▸ **Work order**: Since only the text is wanted, print every entry below exactly and omit the images.

■ ■ ■ ■ ■

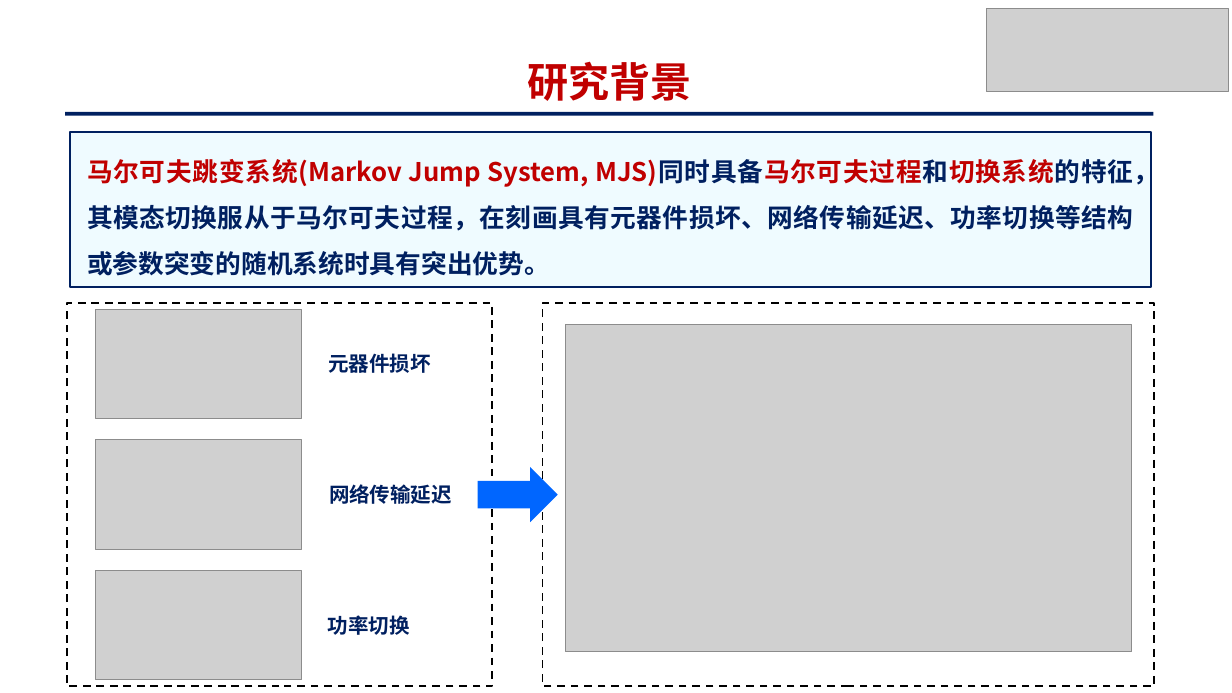
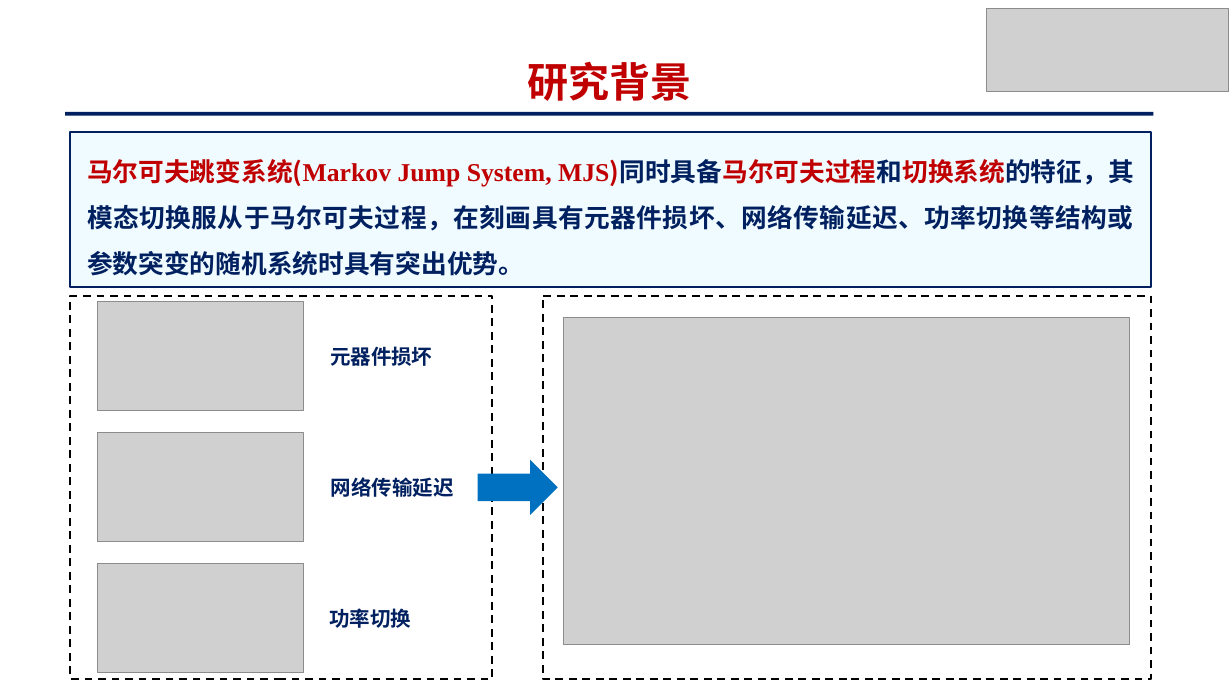
Before and after one commit to yck0609/master-thesis, a slide deck: slide 3 of PPT/基于策略迭代的马尔可夫跳变系统最优跟踪控制_姚才康.pptx. Drawn at 1232x693 pixels with LibreOffice and Linux fonts; fonts in the diff are those of the drawing; grey boxes stand for pictures. Boxes give left, top, right and bottom in pixels: in the first picture for what was removed or moved away, otherwise in the second. Text is boxed around its words. In the diff, an @@ line names an element or a change of style, - is before the commit and + after.

```diff
--- a/PPT/基于策略迭代的马尔可夫跳变系统最优跟踪控制_姚才康.pptx
+++ b/PPT/基于策略迭代的马尔可夫跳变系统最优跟踪控制_姚才康.pptx
@@ text "马尔可夫跳变系统(Markov Jump System, MJS)同时具备马尔可夫过程和切换系统的特征，其模态切换服从于 ..." at (87,159,1134,276): font Noto Sans CJK SC to Times New Roman in "马尔可夫跳变系统(Markov Jump System, MJS)同时具备马尔可夫过程和切换系统的特征，其模态切换服从于 ..." @@
@@ rectangle: place and size @@
-rectangle at (67,303,493,687)
+rectangle at (70,296,493,679)
@@ 2 texts, 1 picture: place and size @@
-2 texts, 1 picture at (95,310,452,504)
+2 texts, 1 picture at (97,302,454,497)
@@ 3 pictures, 1 text, 1 rectangle, 1 down arrow: place and size @@
-3 pictures, 1 text, 1 rectangle, 1 down arrow at (95,303,1154,687)
+3 pictures, 1 text, 1 rectangle, 1 down arrow at (97,296,1151,679)
@@ down arrow at (477,460,558,515): fill #0066FF to #0070C0 @@
```
Also in this commit, not shown: 4 other slides changed, 18 slides added, 7 slides removed, 15 other files.

■ ■ ■ ■ ■

▸ **Answer to this problem**:
Before and after one commit to yck0609/master-thesis, a slide deck: slide 3 of PPT/基于策略迭代的马尔可夫跳变系统最优跟踪控制_姚才康.pptx. Drawn at 1232x693 pixels with LibreOffice and Linux fonts; fonts in the diff are those of the drawing; grey boxes stand for pictures. Boxes give left, top, right and bottom in pixels: in the first picture for what was removed or moved away, otherwise in the second. Text is boxed around its words. In the diff, an @@ line names an element or a change of style, - is before the commit and + after.

```diff
--- a/PPT/基于策略迭代的马尔可夫跳变系统最优跟踪控制_姚才康.pptx
+++ b/PPT/基于策略迭代的马尔可夫跳变系统最优跟踪控制_姚才康.pptx
@@ text "马尔可夫跳变系统(Markov Jump System, MJS)同时具备马尔可夫过程和切换系统的特征，其模态切换服从于 ..." at (87,159,1134,276): font Noto Sans CJK SC to Times New Roman in "马尔可夫跳变系统(Markov Jump System, MJS)同时具备马尔可夫过程和切换系统的特征，其模态切换服从于 ..." @@
@@ rectangle: place and size @@
-rectangle at (67,303,493,687)
+rectangle at (70,296,493,679)
@@ 2 texts, 1 picture: place and size @@
-2 texts, 1 picture at (95,310,452,504)
+2 texts, 1 picture at (97,302,454,497)
@@ 3 pictures, 1 text, 1 rectangle, 1 down arrow: place and size @@
-3 pictures, 1 text, 1 rectangle, 1 down arrow at (95,303,1154,687)
+3 pictures, 1 text, 1 rectangle, 1 down arrow at (97,296,1151,679)
@@ down arrow at (477,460,558,515): fill #0066FF to #0070C0 @@
```
Also in this commit, not shown: 4 other slides changed, 18 slides added, 7 slides removed, 15 other files.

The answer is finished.